TASK ITEM ->
All that should be output is the block of lines below from the line with "body_length = 108.0" to the line with "ear_inner_y = half_width - ear_width", both included, exactly as written.

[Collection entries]
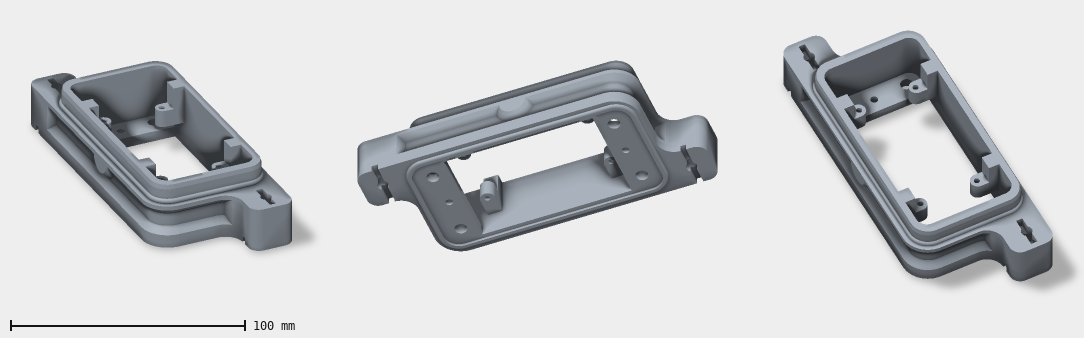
import cadquery as cq
import math

total_length = 145.0
total_width = 58.0
total_height = 30.25
body_length = 108.0

base_lip_height = 1.25
flange_top = 21.25
flange_height = flange_top - base_lip_height

body_corner_radius = 12.0
ear_width = 20.0
ear_corner_radius = 5.0
ear_root_radius = 8.0
half_length = total_length / 2
half_width = total_width / 2
half_body = body_length / 2
ear_inner_y = half_width - ear_width
root_center_x = half_body + ear_root_radius
root_center_y = ear_inner_y - ear_root_radius

collar_length = 103.0
collar_width = 52.0
collar_corner_radius = 8.5
collar_draft_height = 2.0
collar_draft_inset = 0.5

rim_overhang = 1.0
rim_length = collar_length + 2 * rim_overhang
rim_width = collar_width + 2 * rim_overhang
rim_corner_radius = collar_corner_radius + rim_overhang
rim_radius = base_lip_height
rim_thickness = 2.5

cavity_length = 94.0
cavity_width = 45.0
cavity_corner_radius = 5.0
shelf_height = 6.0
opening_length = 68.5
shelf_hole_diameter = 5.5
shelf_hole_x = 41.5
shelf_hole_y = 16.0
center_hole_diameter = 3.3
center_hole_x = 40.5

post_x = 28.4
post_width = 6.6
post_tip_y = 10.6
post_step_y = 17.6
post_bottom = 12.5
post_seat = 20.25
post_hole_diameter = 2.6
post_hole_y = 13.5

ear_hole_x = 63.0
ear_center_y = half_width - ear_width / 2
ear_hole_y = 19.5
ear_hole_diameter = 5.0
ear_slot_length = 14.0
ear_slot_width = 3.0
ear_slot_depth = 5.0
ear_notch_height = 3.0

groove_depth = 3.0
groove_bottom = 7.25
groove_top = 19.25
groove_floor_bottom = groove_bottom + groove_depth
groove_floor_top = groove_top - groove_depth
groove_flank_angle = 45.0
groove_start_x = 53.0
groove_end_angle = 45.0
groove_floor_end_angle = 22.5
thumb_boss_radius = 6.0


def rounded_block(length, width, radius, bottom, height):
    block = cq.Workplane("XY").workplane(offset=bottom).rect(length, width).extrude(height)
    return block.edges("|Z").fillet(radius)


def through_holes(diameter, points):
    return cq.Workplane("XY").pushPoints(points).circle(diameter / 2).extrude(total_height)


def four_corners(x, y):
    return [(sx * x, sy * y) for sx in (-1, 1) for sy in (-1, 1)]


def both_ends(shape):
    """Return the shape together with its copy turned half a turn about Z."""
    return shape.union(shape.rotate((0, 0, 0), (0, 0, 1), 180))


def point_on_arc(center_x, center_y, radius, angle):
    direction = math.radians(angle)
    return (center_x + radius * math.cos(direction), center_y + radius * math.sin(direction))


def flange_outline(bottom, inset=0.0):
    """Closed outline of block and ears, moved inwards by the inset."""
    body_r = body_corner_radius
    ear_r = ear_corner_radius
    ear_end_x = half_length - ear_r
    ear_low_y = ear_inner_y + ear_r
    ear_high_y = half_width - ear_r
    body_end_x = half_body - body_r
    body_end_y = half_width - body_r
    line = cq.Workplane("XY").workplane(offset=bottom).moveTo(half_body, -body_end_y)
    for turn in (1, -1):
        def turned(x, y):
            return (turn * x, turn * y)

        line = (
            line.lineTo(*turned(half_body, root_center_y))
            .threePointArc(
                turned(*point_on_arc(root_center_x, root_center_y, ear_root_radius, 135)),
                turned(root_center_x, ear_inner_y),
            )
            .lineTo(*turned(ear_end_x, ear_inner_y))
            .threePointArc(
                turned(*point_on_arc(ear_end_x, ear_low_y, ear_r, -45)),
                turned(half_length, ear_low_y),
            )
            .lineTo(*turned(half_length, ear_high_y))
            .threePointArc(
                turned(*point_on_arc(ear_end_x, ear_high_y, ear_r, 45)),
                turned(ear_end_x, half_width),
            )
            .lineTo(*turned(-body_end_x, half_width))
            .threePointArc(
                turned(*point_on_arc(-body_end_x, body_end_y, body_r, 135)),
                turned(-half_body, body_end_y),
            )
        )
    line = line.close()
    if inset:
        line = line.offset2D(-inset)
    return line


def rounded_rectangle(length, width, radius, level):
    """Closed path that starts at the middle of its -Y side."""
    x = length / 2
    y = width / 2
    return (
        cq.Workplane("XY").workplane(offset=level)
        .moveTo(0, -y)
        .lineTo(x - radius, -y)
        .radiusArc((x, radius - y), -radius)
        .lineTo(x, y - radius)
        .radiusArc((x - radius, y), -radius)
        .lineTo(radius - x, y)
        .radiusArc((-x, y - radius), -radius)
        .lineTo(-x, radius - y)
        .radiusArc((radius - x, -y), -radius)
        .close()
    )


def sealing_rim(level, with_upper_half):
    """Ring that rounds inwards below its widest level and, if asked, above it as well."""
    outer = rim_width / 2
    round_center = outer - rim_radius
    inner = outer - rim_thickness
    path = rounded_rectangle(rim_length, rim_width, rim_corner_radius, level)
    section = (
        cq.Workplane("YZ")
        .moveTo(-inner, level - rim_radius)
        .lineTo(-round_center, level - rim_radius)
        .radiusArc((-outer, level), rim_radius)
    )
    if with_upper_half:
        section = section.radiusArc((-round_center, level + rim_radius), rim_radius)
        section = section.lineTo(-inner, level + rim_radius)
    else:
        section = section.lineTo(-inner, level)
    return section.close().sweep(path)


def groove_cutter():
    """Groove along the -Y side and round the +X corner, cut off at both ends by upright planes."""
    depth = groove_depth
    floor_height = groove_floor_top - groove_floor_bottom
    waist = flange_outline(groove_bottom).extrude(depth, taper=groove_flank_angle)
    waist = waist.union(flange_outline(groove_floor_bottom, depth).extrude(floor_height))
    waist = waist.union(flange_outline(groove_top).extrude(-depth, taper=groove_flank_angle))

    outer_end = point_on_arc(root_center_x, root_center_y, ear_root_radius, 180 - groove_end_angle)
    floor_end = point_on_arc(
        root_center_x, root_center_y, ear_root_radius + depth, 180 - groove_floor_end_angle
    )
    reach_x = outer_end[0] - floor_end[0]
    reach_y = outer_end[1] - floor_end[1]
    region = (
        cq.Workplane("XY").workplane(offset=groove_bottom)
        .moveTo(-groove_start_x - depth, -half_width - depth)
        .lineTo(-groove_start_x + 2 * depth, -half_width + 2 * depth)
        .lineTo(floor_end[0] - reach_x, floor_end[1] - reach_y)
        .lineTo(outer_end[0] + reach_x, outer_end[1] + reach_y)
        .lineTo(outer_end[0] + reach_x, -half_width - depth)
        .close()
        .extrude(groove_top - groove_bottom)
    )
    boss = (
        cq.Workplane("XZ", origin=(0, -half_width, groove_top))
        .circle(thumb_boss_radius)
        .workplane(offset=-depth).circle(thumb_boss_radius + depth)
        .loft()
    )
    return region.cut(waist).cut(boss)


def collar():
    straight_top = total_height - collar_draft_height
    straight = rounded_block(
        collar_length, collar_width, collar_corner_radius, flange_top, straight_top - flange_top
    )
    draft = math.degrees(math.atan(collar_draft_inset / collar_draft_height))
    crown = rounded_rectangle(collar_length, collar_width, collar_corner_radius, straight_top)
    return straight.union(crown.extrude(collar_draft_height, taper=draft))


def cavity():
    inside = rounded_block(
        cavity_length, cavity_width, cavity_corner_radius, shelf_height, total_height
    )
    opening = cq.Workplane("XY").rect(opening_length, cavity_width).extrude(total_height)
    return inside.union(opening)


def screw_post():
    """Stepped post on the +Y wall in the +X half of the cavity."""
    tip_radius = post_width / 2
    tip_center_y = post_tip_y + tip_radius
    left = post_x - tip_radius
    right = post_x + tip_radius
    foot = (
        cq.Workplane("XY").workplane(offset=post_bottom)
        .moveTo(left, cavity_width / 2)
        .lineTo(left, tip_center_y)
        .threePointArc((post_x, post_tip_y), (right, tip_center_y))
        .lineTo(right, cavity_width / 2)
        .close()
        .extrude(post_seat - post_bottom)
    )
    upright = (
        cq.Workplane("XY").workplane(offset=post_bottom)
        .moveTo(left, post_step_y)
        .rect(post_width, cavity_width / 2 - post_step_y, centered=False)
        .extrude(total_height - post_bottom)
    )
    return foot.union(upright)


def ear_fixing():
    """Hole, slot from above and cross notch from below in the +X ear."""
    hole = through_holes(ear_hole_diameter, [(ear_hole_x, ear_hole_y)])
    slot = (
        cq.Workplane("XY").workplane(offset=flange_top)
        .center(ear_hole_x, ear_hole_y)
        .rect(ear_slot_length, ear_slot_width)
        .extrude(-ear_slot_depth)
    )
    notch = (
        cq.Workplane("XY").workplane(offset=base_lip_height)
        .center(ear_hole_x, ear_center_y)
        .rect(ear_slot_width, ear_width)
        .extrude(ear_notch_height)
    )
    return hole.union(slot).union(notch)


flange = flange_outline(base_lip_height).extrude(flange_height)
flange = flange.cut(both_ends(groove_cutter()))
flange = flange.cut(both_ends(ear_fixing()))
frame = flange.union(collar())
frame = frame.union(sealing_rim(base_lip_height, with_upper_half=False))
frame = frame.union(sealing_rim(flange_top + rim_radius, with_upper_half=True))

frame = frame.cut(cavity())
post = screw_post()
posts = both_ends(post.union(post.mirror("YZ")))
frame = frame.union(posts)
frame = frame.cut(through_holes(post_hole_diameter, four_corners(post_x, post_hole_y)))
frame = frame.cut(through_holes(shelf_hole_diameter, four_corners(shelf_hole_x, shelf_hole_y)))
frame = frame.cut(through_holes(center_hole_diameter, [(-center_hole_x, 0), (center_hole_x, 0)]))

result = frame

RESPONSE ->
body_length = 108.0

base_lip_height = 1.25
flange_top = 21.25
flange_height = flange_top - base_lip_height

body_corner_radius = 12.0
ear_width = 20.0
ear_corner_radius = 5.0
ear_root_radius = 8.0
half_length = total_length / 2
half_width = total_width / 2
half_body = body_length / 2
ear_inner_y = half_width - ear_width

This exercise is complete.